A quick walkthrough of how we handle SEO inside every Sanity project we build - the exact schema patterns, fallback logic, and Open Graph setup we use as a default baseline on Turbostart Sanity.

Frequently asked questions

Does Sanity have built-in SEO support?
Sanity is very unopinionated by design, which means it doesn't come with a fixed SEO setup out of the box. That's actually a feature, not a bug — it lets you build SEO to suit any project, whether that's a simple blog or a full e-commerce system. We have a Learn article that walks through how to opinionate your SEO, and our TurboArt Sanity starter is a great practical reference for how we do it on every project.
What is the baseline SEO setup you recommend for every Sanity project?
Our de facto baseline includes a title and description field on every document type, which act as fallbacks, and then a dedicated SEO tab with a meta title and meta description that override those fallbacks when set. We also add open graph title, open graph description, and an open graph image. This gives you a consistent editing experience across page builder pages, blogs, and any other document type.
Why have a separate SEO title and description if there's already a title and description?
The top-level title and description are always a fallback, so every page has something sensible in place even if no one fills in the SEO tab. The SEO-specific fields let editors fine-tune exactly what appears in search results and social previews without changing the page's actual content fields. It's a clean separation that keeps things flexible without leaving anything blank.
How do you handle open graph and social sharing metadata?
We add open graph title and open graph description as a baseline, plus a separate open graph image field.

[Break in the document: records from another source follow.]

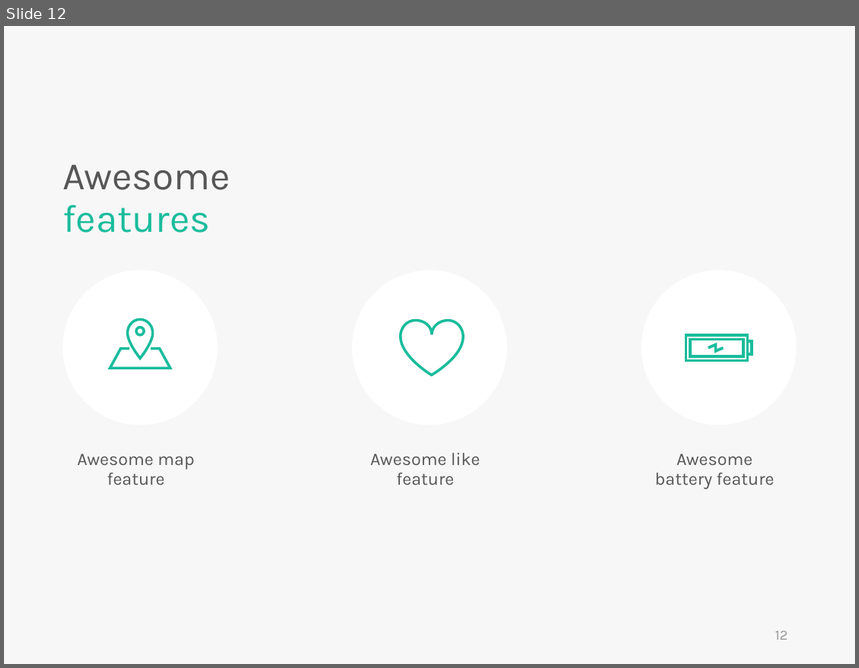
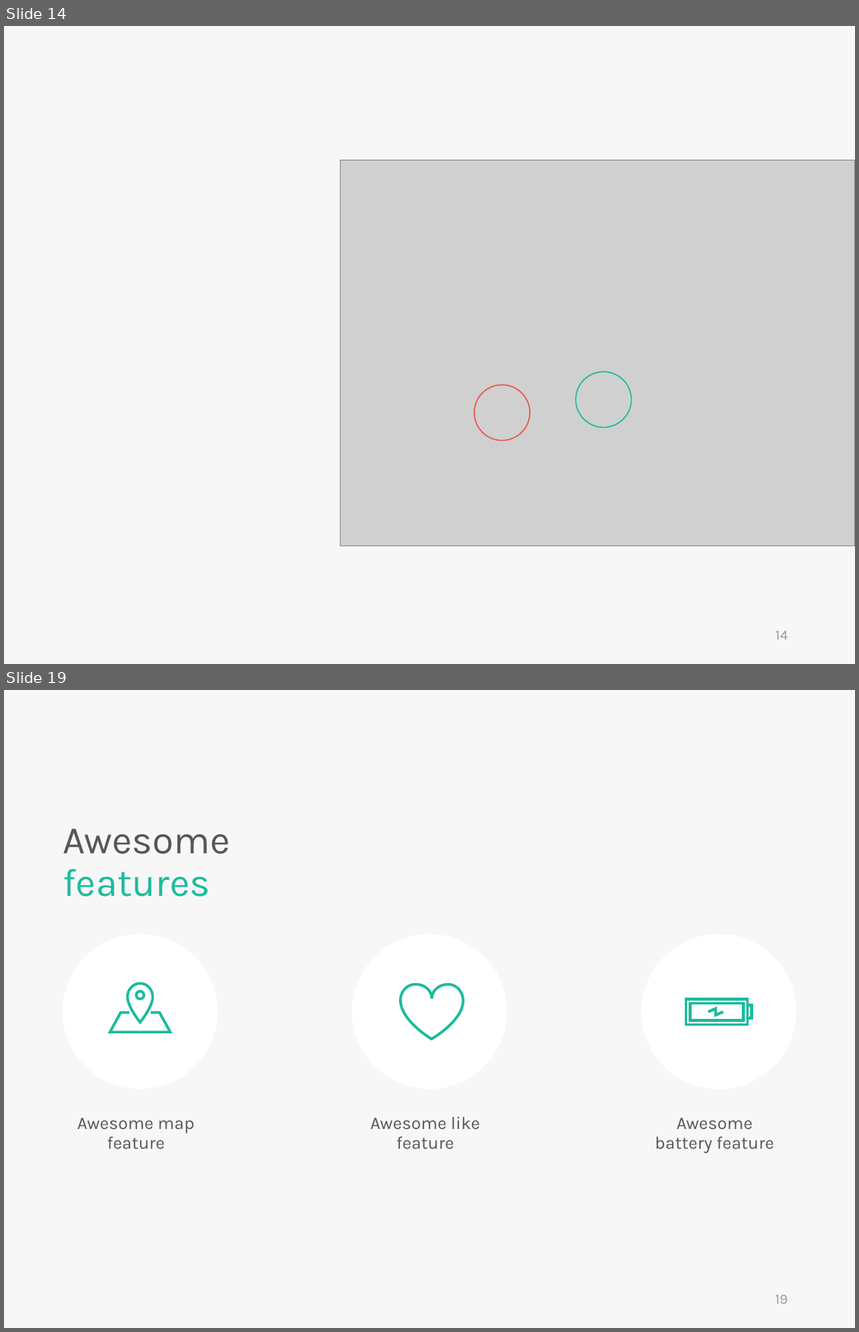
Before and after one commit to skyran1278/VbaProject, a slide deck: 20180126_SmartSplice/SmartSplice.pptx. Shown one above the other, each under a label of ours: slide 12 before the commit, slides 14 and 19 after it; the slides between them are not shown. The pictures are 859x668 and 859x1332 pixels, drawn with LibreOffice and Linux fonts; fonts in the diff are those of the drawing; grey boxes stand for pictures. Boxes give left, top, right and bottom in pixels: in the first picture for what was removed or moved away, otherwise in the second. Text is boxed around its words. In the diff, an @@ line names an element or a change of style, - is before the commit and + after.

```diff
--- a/20180126_SmartSplice/SmartSplice.pptx
+++ b/20180126_SmartSplice/SmartSplice.pptx
@@ slide 14 added at (4,26,855,664), background #F7F7F7 @@
@@ picture added at (340,161,855,546) @@
@@ ellipse added at (474,385,530,440), outline #E95849 1 pt @@
@@ ellipse added at (576,372,631,427), outline #1ABC9C 1 pt @@
@@ page number added at (775,631,788,640), 12 pt, text #9A9A9A @@
+14
@@ what was slide 12 is now slide 19 @@
@@ page number at (775,1295,788,1304): text changed @@
-12
+19
```
Also in this commit, not shown: 3 slides changed, 6 other slides added, 3 other files.

You can go even more granular and split this out per platform — Twitter, Facebook, LinkedIn each support their own tags — but the open graph baseline is what we'd recommend as a starting point for most projects.

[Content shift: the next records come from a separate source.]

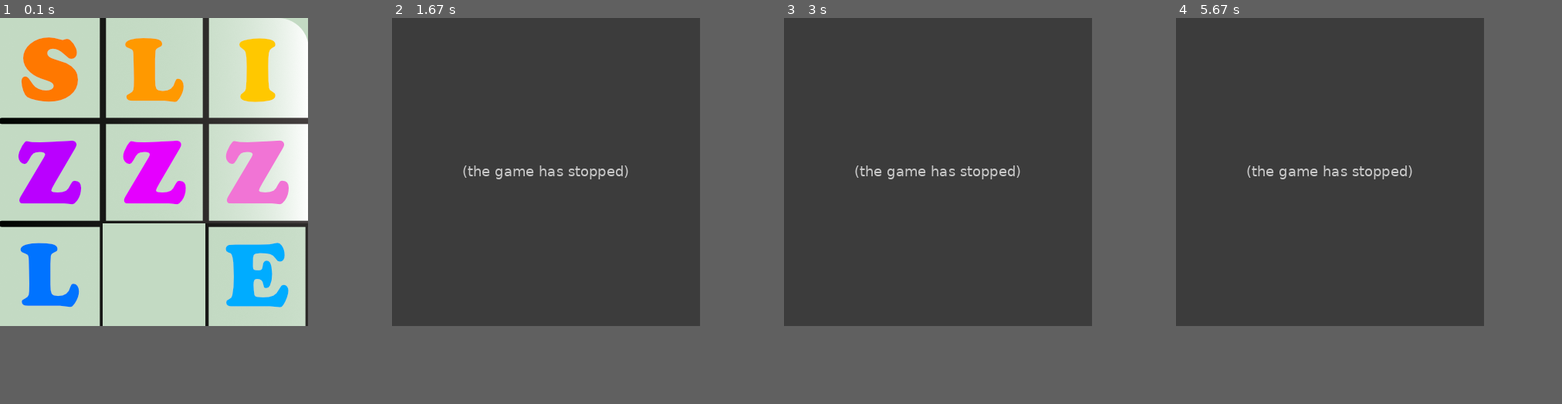
Above: before the commit, frames 1-4 (left to right).
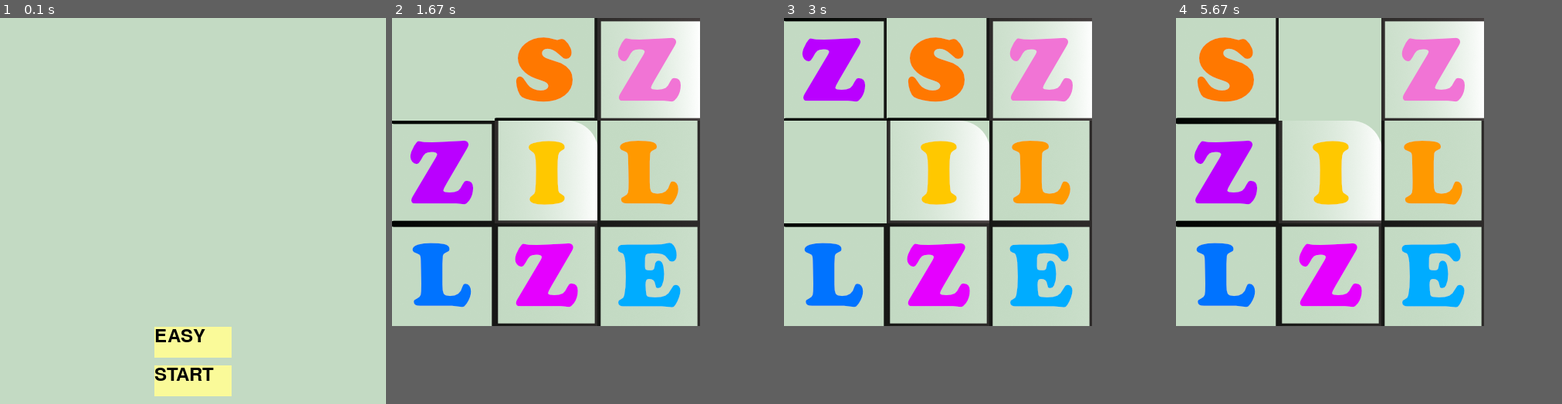
Above: after the commit, the same moments.

Repository: gitfoehn/slizzzle
Game: pygame game, started from main.py
Two runs of this game, one before a commit and one after it. Both use one fixed random seed, a clock stepped at 60 frames per second and the inputs below.
Inputs (mouse positions are in pixels of both pictures, inside the frame that each line leads up to):
- Up to frame 1 (0.1 s): no input
- Up to frame 2 (1.67 s): click (585, 380) at 0.38 s, where only the run after the commit has a clickable "START"; click (546, 191) at 0.72 s; click (592, 64) at 1.05 s; click (465, 56) at 1.38 s
- Up to frame 3 (3 s): click (826, 164) at 1.75 s
- Up to frame 4 (5.67 s): click (1214, 102) at 3.05 s; click (1230, 203) at 3.38 s; click (1241, 110) at 3.72 s; click (1241, 207) at 4.05 s; click (1260, 118) at 4.42 s; click (1280, 72) at 5.45 s
In frame 1 the window is 399x399 before the commit and 500x500 after it. Grey fills any space a smaller window leaves; there, only what the larger window draws over its background counts as a difference.

The runs differ from the first frame. In frame 1, 26% of the frame differs, in the area x 0-80%, y 0-98%; in frame 2, 62%, in the area x 0-80%, y 0-80%; in frame 3, 62%; in frame 4, 62%.
Error before the commit: IndexError: list index out of range (slizzle_grid.py line 57); the game stopped at 0.38 s (later frames are placeholders)

Commit message:
Add Settings Window b4 Game Window

Diff:
--- /dev/null
+++ b/colors.py
@@ -0,0 +1,2 @@
+CAMBRIDGE_BLUE = (195, 218, 195)
+PASTEL_YELLOW = (250, 250, 153)
--- a/constants.py
+++ b/constants.py
@@ -1,3 +1,5 @@
+from slizzle.model.slizzle_model import Difficulty
+
 # Window Properties
 CAPTION = "Slizzle"
 WINDOW_WIDTH = 1280
@@ -14,6 +16,16 @@
 TILE_AMOUNT_HORIZONTAL = 3
 TILE_AMOUNT_VERTICAL = 3
 
+MENU_RESOLUTION = (500, 500)
+
+DIFFICULTIES = (Difficulty("EASY", 3, 3, 15),
+                Difficulty("MEDIUM", 4, 4, 40),
+                Difficulty("HARD", 5, 5, 100),
+                Difficulty("INSANE", 8, 8, 400))
+
+
 # Colors
-CAMBRIDGE_BLUE = (195, 218, 195)  # Background Color
-PASTEL_YELLOW = (250, 250, 153)
+class Colors:
+    CAMBRIDGE_BLUE = (195, 218, 195)  # Background Color
+    PASTEL_YELLOW = (250, 250, 153)  # Button Colors
+    BLACK = (0, 0, 0)
--- a/enums.py
+++ /dev/null
@@ -1,6 +0,0 @@
-from enum import Enum
-
-
-class Colors(Enum):
-    CAMBRIDGE_BLUE = (195, 218, 195)
-    PASTEL_YELLOW = (250, 250, 153)
--- a/main.py
+++ b/main.py
@@ -3,4 +3,5 @@
 
 if __name__ == '__main__':
     controller = SlizzleController()
+    controller.open_menu()
     controller.start_game()
--- a/slizzle/model/slizzle_grid.py
+++ b/slizzle/model/slizzle_grid.py
@@ -4,6 +4,16 @@
 
 
 class SlizzleGrid:
+    """
+    SlizzleGrid handles everything to do with the Playing field
+    - Arranging Tiles in Grid.
+    - Checking if Clicked Tile is able to swap with an empty Tile.
+    - Swapping Clicked Tile with empty Tile.
+    - Checking if all Tiles are in the Right oder.
+    - Fining empty Tile.
+    - Shuffle Algorythm to Shuffle all Tiles (Reduction of impossible Shuffles).
+    """
+
     def __init__(self, width: int, height: int, tiles: list[SlizzleTile]):
         self.width = width
         self.height = height
@@ -69,7 +79,7 @@
         return True
 
     def shuffle(self, swap_count: int) -> None:
-        """ Shuffles tiles. """
+        """ Shuffle Algorythm to Shuffle all Tiles (Reduction of impossible Shuffles). """
         directions = 4
         # get empty coordinates
         empty_tile = self.find_empty_tile()
@@ -98,6 +108,7 @@
                 swap_count -= 1
 
     def find_empty_tile(self) -> (int, int):
+        """ Returns the empty Tile """
         for h in range(self.height):
             for w in range(self.width):
                 if not self.grid[h][w].is_visible:
--- /dev/null
+++ b/slizzle/model/slizzle_menu.py
@@ -0,0 +1,2 @@
+class SlizzleMenu:
+    pass
--- a/slizzle/model/slizzle_model.py
+++ b/slizzle/model/slizzle_model.py
@@ -3,37 +3,62 @@
 
 
 class SlizzleModel:
-    def __init__(self, size: (int, int), tiles: list[SlizzleTile]):
-        self.width = size[0]
-        self.height = size[1]
+    """
+    Slizzle Model
+    """
+    def __init__(self, tiles: list[SlizzleTile], difficulty):
+        self.width = difficulty.tile_amount_horizontal
+        self.height = difficulty.tile_amount_vertical
         self.tiles = tiles
         self.grid = None
         self.moves = 0
+        self.shuffles = difficulty.shuffle_amount
 
     def hide_last_tile(self) -> None:
+        """
+        Hides the Last Tile in the List of Tiles.
+        Sets its Visible for the last Tile to False.
+        """
         self.tiles[len(self.tiles)-1].is_visible = False
 
     def show_all_tiles(self) -> None:
+        """
+        Sets all Tiles to Visible.
+        Used when game is Won. (comlpleted)
+        """
         for tile in self.tiles:
             tile.is_visible = True
 
     def start_game(self) -> None:
         self.hide_last_tile()
         self.grid = SlizzleGrid(self.width, self.height, self.tiles)
-        # TODO: Get from settings
-        self.grid.shuffle(5)
+        self.grid.shuffle(self.shuffles)
 
     def grid_swap(self, clicked_cell_pos: (int, int)) -> None:
         if self.grid.try_swap(clicked_cell_pos):
             self.increment_moves()
             if self.grid.check_tiles():
-                print(f'Du geile Sau hast es in {self.moves} Zügen geschafft')
+                self.game_end()
 
     def game_end(self) -> None:
         self.show_all_tiles()
+        print(f'Du geile Sau hast es in {self.moves} Zügen geschafft')
 
     def increment_moves(self):
         self.moves += 1
 
     def reset_moves(self):
         self.moves = 0
+
+
+class Difficulty:
+    """
+    Helper Class to set Difficulty of a Game.
+    - example Hard = 5 X 5 Tiles Shuffled for 100 times
+    """
+    def __init__(self, name: str, horizontal: int, vertical: int, shuffles: int):
+        self.name = name
+        self.res = (horizontal, vertical)
+        self.tile_amount_horizontal = horizontal
+        self.tile_amount_vertical = vertical
+        self.shuffle_amount = shuffles
--- a/slizzle/pygame_view.py
+++ b/slizzle/pygame_view.py
@@ -1,17 +1,17 @@
-import sys
 import pygame
-from pygame.surface import Surface
 
-from slizzle.model.slizzle_model import SlizzleModel
 from slizzle.model.slizzle_tile import SlizzleTile
 from slizzle.model.slizzle_grid import SlizzleGrid
-from constants import RESOLUTION, GAME_VIEW_RESOLUTION, CAPTION, CAMBRIDGE_BLUE, ICON
+from constants import CAPTION, ICON, MENU_RESOLUTION, Colors
 
 
 class View:
-    def __init__(self, model: SlizzleModel, resolution: (int, int)):
-        self.model = model
-        self.display = pygame.display.set_mode(resolution)
+    def __init__(self):
+        self.model = None
+        self.display = None
+
+        self.button_start = None
+        self.button_difficulty = None
 
         pygame.init()
         pygame.display.set_caption(CAPTION)
@@ -19,8 +19,21 @@
 
         pygame.display.set_icon(icon)
 
-    def show_game_view(self):
-        self.display.fill(CAMBRIDGE_BLUE)
+    def show_menu_view(self, difficulty_text: str):
+        self.display = pygame.display.set_mode(MENU_RESOLUTION)
+        self.display.fill(Colors.CAMBRIDGE_BLUE)
+
+        self.button_start = Button("START", Colors.PASTEL_YELLOW, (200, 450), 100, 40)
+        self.button_difficulty = Button(difficulty_text, Colors.PASTEL_YELLOW, (200, 400), 100, 40)
+
+        self.button_start.draw(self.display)
+        self.button_difficulty.draw(self.display)
+
+        pygame.display.flip()
+
+    def show_game_view(self, resolution: (int, int)):
+        self.display = pygame.display.set_mode(resolution)
+        self.display.fill(Colors.CAMBRIDGE_BLUE)
         self.update_grid()
 
     def update_grid(self):
@@ -34,9 +47,30 @@
 
     def draw_tile(self, tile: SlizzleTile, pos: (int, int)):
         image = tile.image
-        tile = pygame.Rect(image.get_rect())
 
         self.display.blit(image, pos)
 
     def show_grid(self, grid: SlizzleGrid):
         pass
+
+
+class Button:
+    """
+    Helper Class to Build Buttons.
+    -
+    """
+    def __init__(self, label: str, color: (int, int, int), pos: (int, int), width: int, height: int):
+        self.label = label
+        self.color = color
+        self.pos = pos
+        self.x = pos[0]
+        self.y = pos[1]
+        self.width = width
+        self.height = height
+        self.rect = pygame.Rect(self.x, self.y, width, height)
+
+    def draw(self, surface: pygame.Surface):
+        label_elem = pygame.font.Font(None, 36).render(self.label, True, Colors.BLACK)
+
+        pygame.draw.rect(surface, Colors.PASTEL_YELLOW, self.rect)
+        surface.blit(label_elem, self.rect)
--- a/slizzle/slizzle_controller.py
+++ b/slizzle/slizzle_controller.py
@@ -3,6 +3,7 @@
 import pygame
 from PIL import Image
 
+import constants
 from slizzle.model.slizzle_model import SlizzleModel
 from slizzle.model.slizzle_tile import SlizzleTile
 from pil_to_pygame_image import convert_to_pygame_surface
@@ -13,7 +14,10 @@
     def __init__(self):
         self.image = None
         self.model = None
-        self.view = None
+        self.view = View()
+
+        self.inMenu = True
+        self.selected_diff = 0
         # TODO: Get puzzle_resolution rom settings
         self.puzzle_resolution = (3, 3)  # (width, height)
 
@@ -45,30 +49,47 @@
 
         return tiles
 
+    def open_menu(self) -> None:
+        while self.inMenu:
+            for event in pygame.event.get():
+                if event.type == pygame.QUIT:
+                    sys.exit()
+                if event.type == pygame.MOUSEBUTTONDOWN and event.button == 1:
+                    if self.view.button_start.rect.collidepoint(event.pos):
+                        print('Start button clicked')
+                        self.inMenu = False
+                        self.puzzle_resolution = constants.DIFFICULTIES[self.selected_diff].res
+
+                    if self.view.button_difficulty.rect.collidepoint(event.pos):
+                        print('Change difficulty')
+                        self.selected_diff = (self.selected_diff + 1) % len(constants.DIFFICULTIES)
+
+            self.view.show_menu_view(constants.DIFFICULTIES[self.selected_diff].name)
+
     def start_game(self) -> None:
         self.load_image('assets/logo/slizzle_logo_small.png')
         tiles = self.slice_image(self.puzzle_resolution)
 
-        self.model = SlizzleModel(self.puzzle_resolution, tiles)
-        self.view = View(self.model, self.image.size)
+        self.model = SlizzleModel(tiles, constants.DIFFICULTIES[self.selected_diff])
+        self.view.model = self.model
 
         self.model.start_game()
         self.game_loop()
 
     def game_loop(self):
         while True:
-            for event in pygame.event.get():
-                if event.type == pygame.QUIT:
-                    sys.exit()
-                if event.type == pygame.MOUSEBUTTONDOWN and event.button == 1:
-                    pos = pygame.mouse.get_pos()
-                    cell = self.get_puzzle_coord_from_pos(pos)
-                    print(f'Left Mouse Button was clicked at location {pos} and grid cell {cell}')
-                    # For all Recs check if mouse pos during click is colliding with Rec
-                    # try to move tile
-                    self.model.grid_swap(cell)
+            self.event_handler()
+            self.view.show_game_view(self.image.size)
 
-            self.view.show_game_view()
+    def event_handler(self):
+        for event in pygame.event.get():
+            if event.type == pygame.QUIT:
+                sys.exit()
+            if event.type == pygame.MOUSEBUTTONDOWN and event.button == 1:
+                pos = pygame.mouse.get_pos()
+                cell = self.get_puzzle_coord_from_pos(pos)
+                print(f'Left Mouse Button was clicked at location {pos} and grid cell {cell}')  # ToDo: Debug
+                self.model.grid_swap(cell)
 
     def get_puzzle_coord_from_pos(self, pos: (int, int)) -> (int, int):
         puzzle_view_size = self.image.size

What is your approach to JSON-LD structured data in Sanity?
We strongly prefer set-and-forget JSON-LD, meaning we automatically generate it from data that's already in Sanity rather than asking editors to fill in extra fields. For example, if a blog post already has authors assigned to it, we just pull those authors into the JSON-LD automatically. With AI it's pretty quick to wire this up, and it means the structured data stays accurate without anyone having to think about it.
What are the 'no index' and 'hide from lists' SEO fields for?

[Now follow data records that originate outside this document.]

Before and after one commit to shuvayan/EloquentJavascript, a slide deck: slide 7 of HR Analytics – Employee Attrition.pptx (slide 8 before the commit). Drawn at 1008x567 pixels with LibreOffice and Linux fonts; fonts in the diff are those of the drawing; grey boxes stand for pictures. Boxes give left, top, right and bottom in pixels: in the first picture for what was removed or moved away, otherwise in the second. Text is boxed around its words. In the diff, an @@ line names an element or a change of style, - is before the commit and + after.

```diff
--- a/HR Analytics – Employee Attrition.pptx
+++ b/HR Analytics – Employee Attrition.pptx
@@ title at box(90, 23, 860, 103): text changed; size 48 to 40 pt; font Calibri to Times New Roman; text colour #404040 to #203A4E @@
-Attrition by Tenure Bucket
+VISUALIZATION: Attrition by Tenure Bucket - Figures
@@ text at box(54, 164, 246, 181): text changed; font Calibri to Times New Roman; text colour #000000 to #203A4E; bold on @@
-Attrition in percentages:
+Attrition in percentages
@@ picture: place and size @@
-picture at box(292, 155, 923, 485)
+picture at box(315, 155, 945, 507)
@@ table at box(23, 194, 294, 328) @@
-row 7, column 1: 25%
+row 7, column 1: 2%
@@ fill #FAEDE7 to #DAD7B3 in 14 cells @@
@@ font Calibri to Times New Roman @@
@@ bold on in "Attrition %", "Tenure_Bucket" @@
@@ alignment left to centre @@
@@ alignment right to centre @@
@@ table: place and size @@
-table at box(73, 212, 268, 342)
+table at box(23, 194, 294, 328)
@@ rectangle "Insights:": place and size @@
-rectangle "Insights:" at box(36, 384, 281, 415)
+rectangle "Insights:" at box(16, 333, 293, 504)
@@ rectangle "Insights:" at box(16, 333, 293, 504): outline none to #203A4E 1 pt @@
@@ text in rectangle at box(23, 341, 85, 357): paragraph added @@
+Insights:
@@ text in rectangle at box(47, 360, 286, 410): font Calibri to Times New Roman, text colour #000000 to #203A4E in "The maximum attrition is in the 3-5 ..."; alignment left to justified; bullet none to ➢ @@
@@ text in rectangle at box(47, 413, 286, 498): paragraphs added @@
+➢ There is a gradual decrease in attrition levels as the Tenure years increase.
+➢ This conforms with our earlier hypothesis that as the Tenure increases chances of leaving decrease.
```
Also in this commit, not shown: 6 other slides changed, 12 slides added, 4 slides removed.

The no index field is useful for things like pay-per-click landing pages where you want to drive specific traffic but keep the page out of search results. Hide from lists is a separate toggle because sometimes you want a post excluded from sitewide blog listings even if it is indexed, or vice versa. Having both as explicit fields means you can filter them cleanly in your Groq queries — for example, fetch all blogs except those hidden from lists.
Where can I find your SEO setup to use it as a reference?
You can find the TurboArt Sanity starter on the Sanity Exchange or on GitHub. The two files worth paying close attention to are the Query file, which shows how we handle our Groq queries, and the SEO fields file, which covers the SEO title, description, image, no index, and hide from lists fields. You can point your developer straight at the repo and they should be able to get up and running quickly.